Professor Richard Sakwa  is an expert in the field of Russian and Eastern European communist and post-communist politics. In his new book, Frontline Ukraine, he attempts to produce a balanced and reasoned description of the conflict in the Region which is far removed from the irresponsible and distorted reports of western politicians which are reprinted uncritically in the media. He draws attention to several issues that are never mentioned in western accounts: the civilian casualties in eastern Ukraine caused by Ukrainian shelling: the assaults on left leaning candidates in last year’s elections and the failure to investigate either sniper activity in Kiev or the Odessa massacre in which dozens of protesters were burned alive.

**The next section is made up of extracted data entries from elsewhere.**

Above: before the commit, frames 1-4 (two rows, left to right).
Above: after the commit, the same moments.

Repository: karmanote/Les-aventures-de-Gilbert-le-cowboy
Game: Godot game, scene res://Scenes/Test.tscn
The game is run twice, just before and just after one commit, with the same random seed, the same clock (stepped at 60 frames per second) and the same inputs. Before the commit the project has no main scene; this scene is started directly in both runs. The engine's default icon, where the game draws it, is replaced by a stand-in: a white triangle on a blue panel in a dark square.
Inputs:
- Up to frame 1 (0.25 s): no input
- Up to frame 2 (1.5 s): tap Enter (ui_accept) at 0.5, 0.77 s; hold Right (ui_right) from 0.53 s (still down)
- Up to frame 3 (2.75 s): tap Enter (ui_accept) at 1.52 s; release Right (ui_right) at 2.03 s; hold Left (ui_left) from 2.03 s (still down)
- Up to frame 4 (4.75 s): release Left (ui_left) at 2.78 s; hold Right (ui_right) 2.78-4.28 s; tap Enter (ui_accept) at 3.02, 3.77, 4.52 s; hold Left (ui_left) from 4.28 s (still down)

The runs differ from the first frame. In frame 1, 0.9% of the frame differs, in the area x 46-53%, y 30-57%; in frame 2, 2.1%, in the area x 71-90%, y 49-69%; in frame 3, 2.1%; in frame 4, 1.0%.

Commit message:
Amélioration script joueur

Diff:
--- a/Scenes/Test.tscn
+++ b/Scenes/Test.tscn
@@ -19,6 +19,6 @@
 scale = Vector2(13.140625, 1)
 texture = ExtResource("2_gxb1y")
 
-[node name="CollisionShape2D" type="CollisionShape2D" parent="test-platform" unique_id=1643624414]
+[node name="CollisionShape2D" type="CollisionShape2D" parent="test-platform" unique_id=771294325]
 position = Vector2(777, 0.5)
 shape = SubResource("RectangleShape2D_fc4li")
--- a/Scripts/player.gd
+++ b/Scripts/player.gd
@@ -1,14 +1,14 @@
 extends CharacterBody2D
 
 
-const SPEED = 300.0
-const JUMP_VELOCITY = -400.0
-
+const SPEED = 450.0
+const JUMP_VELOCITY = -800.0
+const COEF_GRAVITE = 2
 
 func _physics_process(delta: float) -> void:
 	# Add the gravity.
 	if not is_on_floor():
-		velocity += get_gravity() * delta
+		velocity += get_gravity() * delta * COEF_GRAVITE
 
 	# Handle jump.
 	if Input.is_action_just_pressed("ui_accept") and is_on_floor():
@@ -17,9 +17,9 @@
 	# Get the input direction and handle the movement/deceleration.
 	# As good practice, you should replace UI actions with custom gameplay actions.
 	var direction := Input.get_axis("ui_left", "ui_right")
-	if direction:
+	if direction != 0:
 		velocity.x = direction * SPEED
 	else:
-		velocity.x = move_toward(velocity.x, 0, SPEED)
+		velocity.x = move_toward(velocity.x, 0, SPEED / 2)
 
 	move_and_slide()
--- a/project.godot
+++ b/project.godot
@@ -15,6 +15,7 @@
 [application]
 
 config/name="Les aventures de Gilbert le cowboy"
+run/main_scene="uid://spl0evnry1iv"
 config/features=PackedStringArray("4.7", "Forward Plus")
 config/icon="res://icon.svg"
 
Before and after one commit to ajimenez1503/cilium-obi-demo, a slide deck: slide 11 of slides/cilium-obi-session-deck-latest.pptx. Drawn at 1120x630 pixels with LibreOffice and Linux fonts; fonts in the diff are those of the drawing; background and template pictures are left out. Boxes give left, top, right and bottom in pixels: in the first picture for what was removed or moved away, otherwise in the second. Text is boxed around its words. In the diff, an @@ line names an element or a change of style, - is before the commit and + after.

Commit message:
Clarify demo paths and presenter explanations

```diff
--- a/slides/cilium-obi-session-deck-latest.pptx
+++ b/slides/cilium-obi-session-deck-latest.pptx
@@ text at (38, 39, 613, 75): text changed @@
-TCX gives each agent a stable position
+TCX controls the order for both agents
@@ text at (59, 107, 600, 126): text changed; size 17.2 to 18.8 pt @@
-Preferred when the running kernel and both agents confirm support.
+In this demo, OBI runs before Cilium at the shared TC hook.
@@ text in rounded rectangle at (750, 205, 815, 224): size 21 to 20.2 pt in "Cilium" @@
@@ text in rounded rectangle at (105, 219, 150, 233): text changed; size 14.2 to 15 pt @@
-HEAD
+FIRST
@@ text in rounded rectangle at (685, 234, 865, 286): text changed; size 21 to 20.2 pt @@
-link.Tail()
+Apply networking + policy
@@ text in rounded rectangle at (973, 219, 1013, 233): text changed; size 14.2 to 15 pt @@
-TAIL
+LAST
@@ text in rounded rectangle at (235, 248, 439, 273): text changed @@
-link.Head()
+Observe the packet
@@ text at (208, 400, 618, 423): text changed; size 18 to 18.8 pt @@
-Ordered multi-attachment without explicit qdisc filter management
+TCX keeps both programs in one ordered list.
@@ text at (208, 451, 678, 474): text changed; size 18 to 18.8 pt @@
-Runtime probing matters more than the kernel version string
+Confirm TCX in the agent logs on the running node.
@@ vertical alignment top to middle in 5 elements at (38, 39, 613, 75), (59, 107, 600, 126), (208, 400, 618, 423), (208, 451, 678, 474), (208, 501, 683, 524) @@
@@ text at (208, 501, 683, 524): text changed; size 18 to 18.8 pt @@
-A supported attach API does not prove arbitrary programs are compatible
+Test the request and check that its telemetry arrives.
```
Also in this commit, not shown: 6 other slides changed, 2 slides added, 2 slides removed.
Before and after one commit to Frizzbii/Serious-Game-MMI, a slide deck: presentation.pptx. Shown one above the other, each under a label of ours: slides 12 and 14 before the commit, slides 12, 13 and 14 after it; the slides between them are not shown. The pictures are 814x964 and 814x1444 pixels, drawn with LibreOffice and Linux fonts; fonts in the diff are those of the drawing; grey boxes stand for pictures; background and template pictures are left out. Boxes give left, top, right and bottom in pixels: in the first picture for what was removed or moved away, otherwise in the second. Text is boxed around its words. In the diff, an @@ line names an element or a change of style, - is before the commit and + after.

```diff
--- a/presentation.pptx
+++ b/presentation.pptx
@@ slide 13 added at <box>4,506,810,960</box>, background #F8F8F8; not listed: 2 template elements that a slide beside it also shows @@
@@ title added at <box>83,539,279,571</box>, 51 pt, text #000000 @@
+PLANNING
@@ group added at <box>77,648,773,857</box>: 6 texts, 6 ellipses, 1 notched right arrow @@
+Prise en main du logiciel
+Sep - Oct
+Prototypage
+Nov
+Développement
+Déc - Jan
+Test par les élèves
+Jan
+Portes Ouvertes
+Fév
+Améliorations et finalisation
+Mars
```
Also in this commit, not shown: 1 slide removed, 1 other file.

This is reminiscent of the way in which violent deaths in Northern Ireland were reported; maximum coverage was given to any killings which might possibly be attributed to Republicans but murders at the hands of the RUC and the British army were presented as justifiable in the conflict. British and often the Dublin media reproduced Ministry of Defence press releases without any scrutiny of the source.

The CIA has orchestrated an insidious and demonising campaign throughout the West against President Putin. Sakwa points out that even at the height of the Cold War, when there was a real danger of nuclear conflict,  figures such as Brezhnev and Andropov were never subjected to similar treatment.

Frontline Ukraine argues that building a Ukrainian State is not merely a question of good governance with the rule of law at the centre but an acceptance of bilingualism, mutual tolerance and respect for different traditions. The template for the Six Counties in the North of Ireland, you might conclude.

Sinn Fein is the most popular political party throughout Ireland; Belfast journalist, Jude Collins,  recently argued convincingly that, given demographic change,   the possibility of Martin McGuinness becoming First Minister In Belfast while Gerry Adams was elected Taoiseach in Dublin was a very likely prospect. Rather like Putin, Adams has an international reputation as a statesman and gifted politician but is   demonised in the politically controlled Dublin  media at every opportunity. However, the electorate have not bought it.

Sakwa’s unbiased, academic account of the Ukraine conflict will be unwelcome to NATO.

It must tell the truth.

 

2 Comments
  1. Interesting analogy John, as with Northern Ireland it escapes current commentators that setting up the State in the way it was with the USSR disintegrating created the problem for a future generation.

    Many of the emerging states took the opportunity to revenge themselves in Russia as the dominant force in the old Soviet Union and took territory that historically was at bestt subject to debate.

    I was in Belfast last week and spoke to a member of the family about the very combination of Adams and McGuinness you mentioned. Like so many other Northern Irish Catholics she was not an instinctive Sinn Fein supporter but with the growth in the DUP felt Sinn Fein offered protection, ironically i know many DUP voters who again were not instinctive ultra loyalists but feared Sinn Fein and felt the DUP offered them protection, as the man said “Wars are not won by the number of men you kill but the number you make afraid.”

    Finally if only Sean Fallon was still with us and advising Cameron unfortunately it is Tim Fallon!

  2. Thanks for your comment, Brian.
    The crisis has been internationalised and this dates right back to the end of the ‘Cold War’ when the West crowed on its perch and designated the USSR as a defeated power. Russians such as Gorbachev saw the end of the ideological conflict as a new beginning but were shut out by Reagan and his back room guys. NATO saw the opportunity for expansionsionism and took it right to Russia’s back door. There lie the seeds of what is happening in Ukraine today- a similar outcome to partition as a patched, political solution in Ireland.

    Looks like we both have trouble with the Fallons – the Defence guy is actually -Michael. Don’t know, if he is a Tim!